Nel grafico allegato si vede cosa è successo a lavoro e lavoratori nel decennio che si apre con Prodi e si chiude con Berlusconi. La prima cosa da dire è che l’occupazione è cresciuta durante il centro destra. Ma la crescita era già in atto con il centro sinistra. La “piccola” differenza, è che durante il centro sinistra l’occupazione parte fiacca e poi cresce, durante il centro destra parte crescendo, e rallenta bruscamente negli ultimi due anni. Guardando alle unità di lavoro poi il rallentamento è ancora più drastico, e diventa un calo nell’ultimo anno (quello che sottolineano sia Istat che Bankitalia). Da notare che per la prima volta nella storia repubblicana sono più i lavoratori che le unità di lavoro: c’è più gente che lavora, sì, ma di lavoro ce n’è poco.

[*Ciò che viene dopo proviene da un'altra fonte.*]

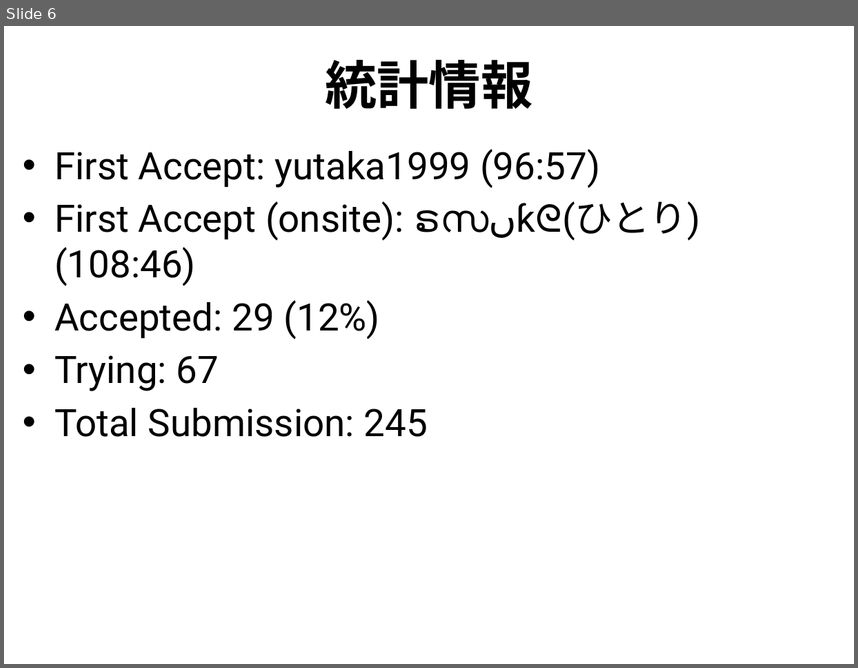
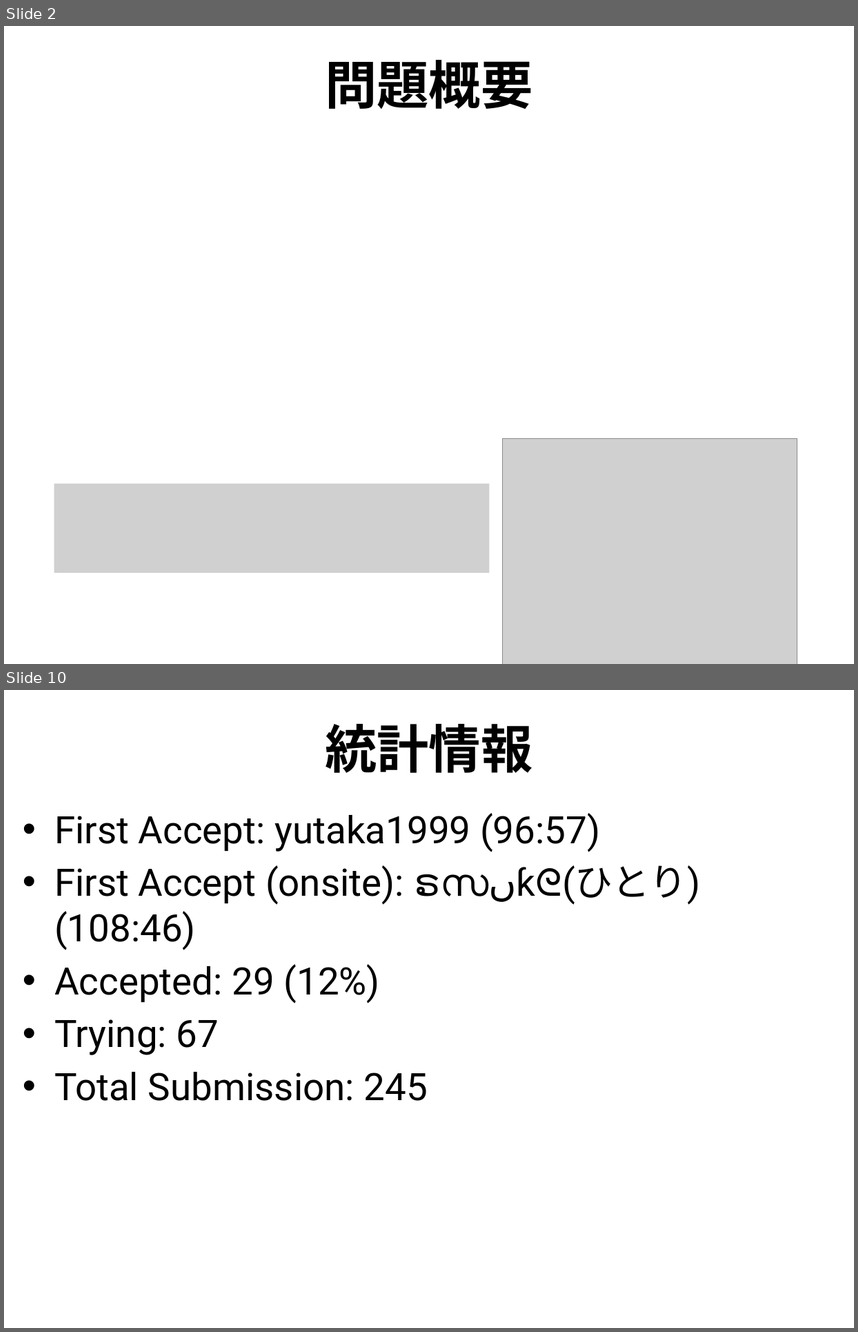
Before and after one commit to utpcjp/utpcjp.github.com, a slide deck: 2013/slides/G.pptx. Shown one above the other, each under a label of ours: slide 6 before the commit, slides 2 and 10 after it; the slides between them are not shown. The pictures are 858x668 and 858x1332 pixels, drawn with LibreOffice and Linux fonts; fonts in the diff are those of the drawing; grey boxes stand for pictures. Boxes give left, top, right and bottom in pixels: in the first picture for what was removed or moved away, otherwise in the second. Text is boxed around its words. In the diff, an @@ line names an element or a change of style, - is before the commit and + after.

```diff
--- a/2013/slides/G.pptx
+++ b/2013/slides/G.pptx
@@ slide 2 added at (x1=4, y1=26, x2=854, y2=664), background #FFFFFF @@
@@ title added at (x1=325, y1=60, x2=533, y2=109), 44 pt, text #000000, bold @@
+問題概要
@@ picture added at (x1=503, y1=439, x2=797, y2=664) @@
@@ picture added at (x1=54, y1=483, x2=489, y2=572) @@
@@ what was slide 6 is now slide 10 @@
```
Also in this commit, not shown: 4 slides changed, 4 other slides added, 1 slide removed, 6 other files.

Nel secondo grafico che allego si vede che anche la disoccupazione è calata negli ultimi cinque anni. Di nuovo, non è un dono del centro destra, il calo è in corso (fortunatamente) da circa un decennio. Il numero dei disoccupati non è una statistica da guardare da sola. Ci sono casi in cui le cose vanno bene, ma la disoccupazione aumenta: quel che capita è che molti sono presi da un turbine di ottimismo e si mettono a cercar lavoro, e finché non lo trovano il numero di disoccupati aumenta. E ci sono casi in cui il mercato è talmente depresso che molti alzano bandiera bianca, smettono di cercar lavoro, e il numero di disoccupati diminuisce. Nel grafico ho riportato il numero dei cosiddetti “scoraggiati”, cioè persone senza lavoro che a domanda dell’Istat “Perché non sta cercando lavoro?” barrano la X su “Ritiene di non riuscire a trovarlo”. Il numero di scoraggiati – 600 mila fin verso il 2003 – nel 2004 ha una prima impennata che li porta al milione, per poi salire ancora a circa 1.250.000. Basta convincere un altro mezzo milione di persone che è inutile stare a cercarsi un lavoro e porteremo la disoccupazione ad un confortante 5.5%.

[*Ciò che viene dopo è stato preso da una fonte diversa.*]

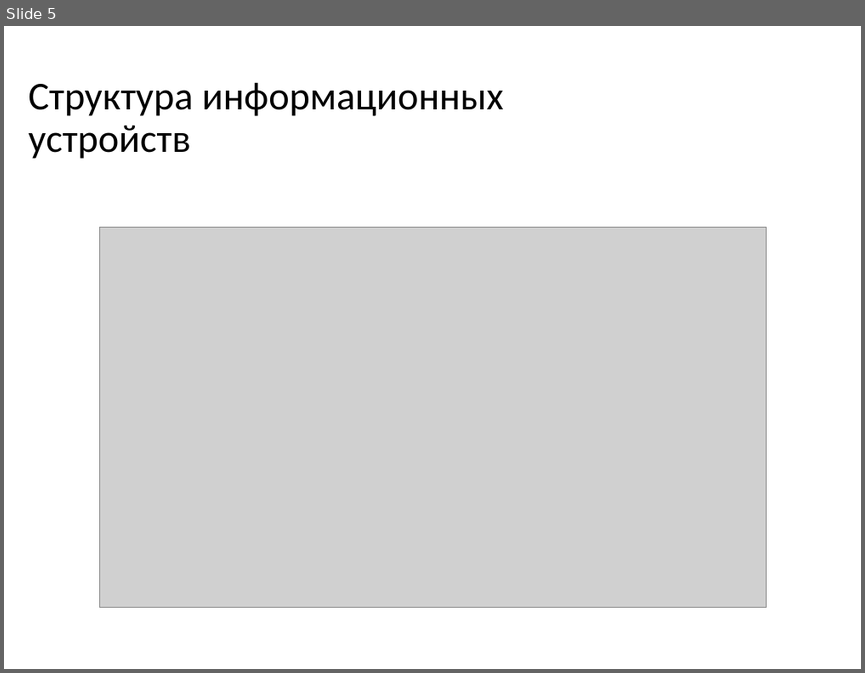
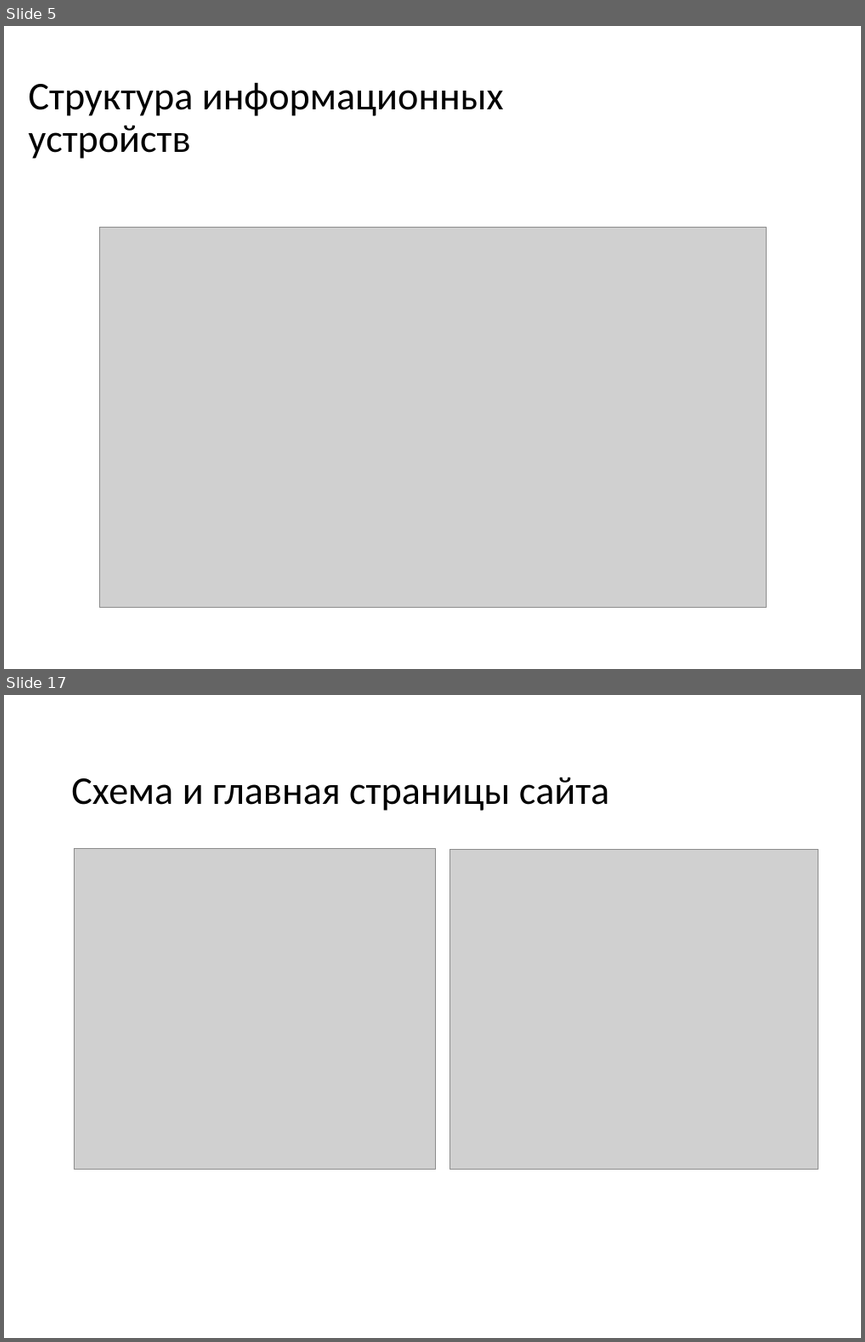
Before and after one commit to dimamatrusmat/domaxadlamena, a slide deck: Презентации/Обобщающая презентация.pptm. Shown one above the other, each under a label of ours: slide 5 before the commit, slides 5 and 17 after it; the slides between them are not shown. The pictures are 865x673 and 865x1342 pixels, drawn with LibreOffice and Linux fonts; fonts in the diff are those of the drawing; grey boxes stand for pictures. Boxes give left, top, right and bottom in pixels: in the first picture for what was removed or moved away, otherwise in the second. Text is boxed around its words. In the diff, an @@ line names an element or a change of style, - is before the commit and + after.

```diff
--- a/Презентации/Обобщающая презентация.pptm
+++ b/Презентации/Обобщающая презентация.pptm
@@ slide 17 added at [4, 695, 861, 1338], background #FFFFFF @@
@@ title added at [71, 777, 610, 811], 33 pt, text #000000 @@
+Схема и главная страницы сайта
@@ picture added at [75, 848, 435, 1169] @@
@@ picture added at [450, 849, 818, 1169] @@
```
Also in this commit, not shown: 4 slides changed, 13 other slides added, 20 slides removed, 2 other files.

Infine, i precari. Dai dati Eurostat, risulta che Berlusconi prende il testimone del precariato, nel secondo trimestre del 2001, a circa il 9.5%: questa era la percentuale dei lavoratori con contratto temporaneo sul totale dei dipendenti. Nel secondo trimestre del 2005 eravamo già al 12.5% (e non stiamo contando i co.co.co.). Un Maroni potrebbe sostenere però che il fatto che un contratto a termine non cambia un granchè, che sapere che il tuo posto di lavoro è solido salvo contrordine, o che è a termine salvo contrordine, non cambia nulla. Questa è una tale eresia che ho sacrificato il sabato sera, ed ho calcolato da dati di fonte Inps una semplice statistica: la correlazione che si osserva tra il tipo di contratto che ha una lavoratrice, e il fatto che questa decida o meno di fare un figlio. Bene, avere un lavoro precario riduce di dieci volte la probabilità che una lavoratrice faccia un figlio
2-Veramente in questi anni la percentuale di proprietari di case e’ aumentata, ergo la tua preoccupazione sopra non ha attinenza nella realta’.
Il fatto di fondo resta, dove c’e’ flesibilita’ c’e’ meno disoccupazione.
Secondo.. se qualcosa si sta muovendo, lo si sta facendo a passo di lumaca, e’ il sistema bancario che e’ inadeguato.
Altro discorso Berlusconiano. Nella percentuale rientrano poi non solo i proprietari con lavoro precario. Sarebbe bello fare un'altra statistica: quanti precari sono riusciti a comprare casa (terminando di pagare il mutuo), quanti precari e quanti lavoratori a tempo ind. hanno subito un pignoramento.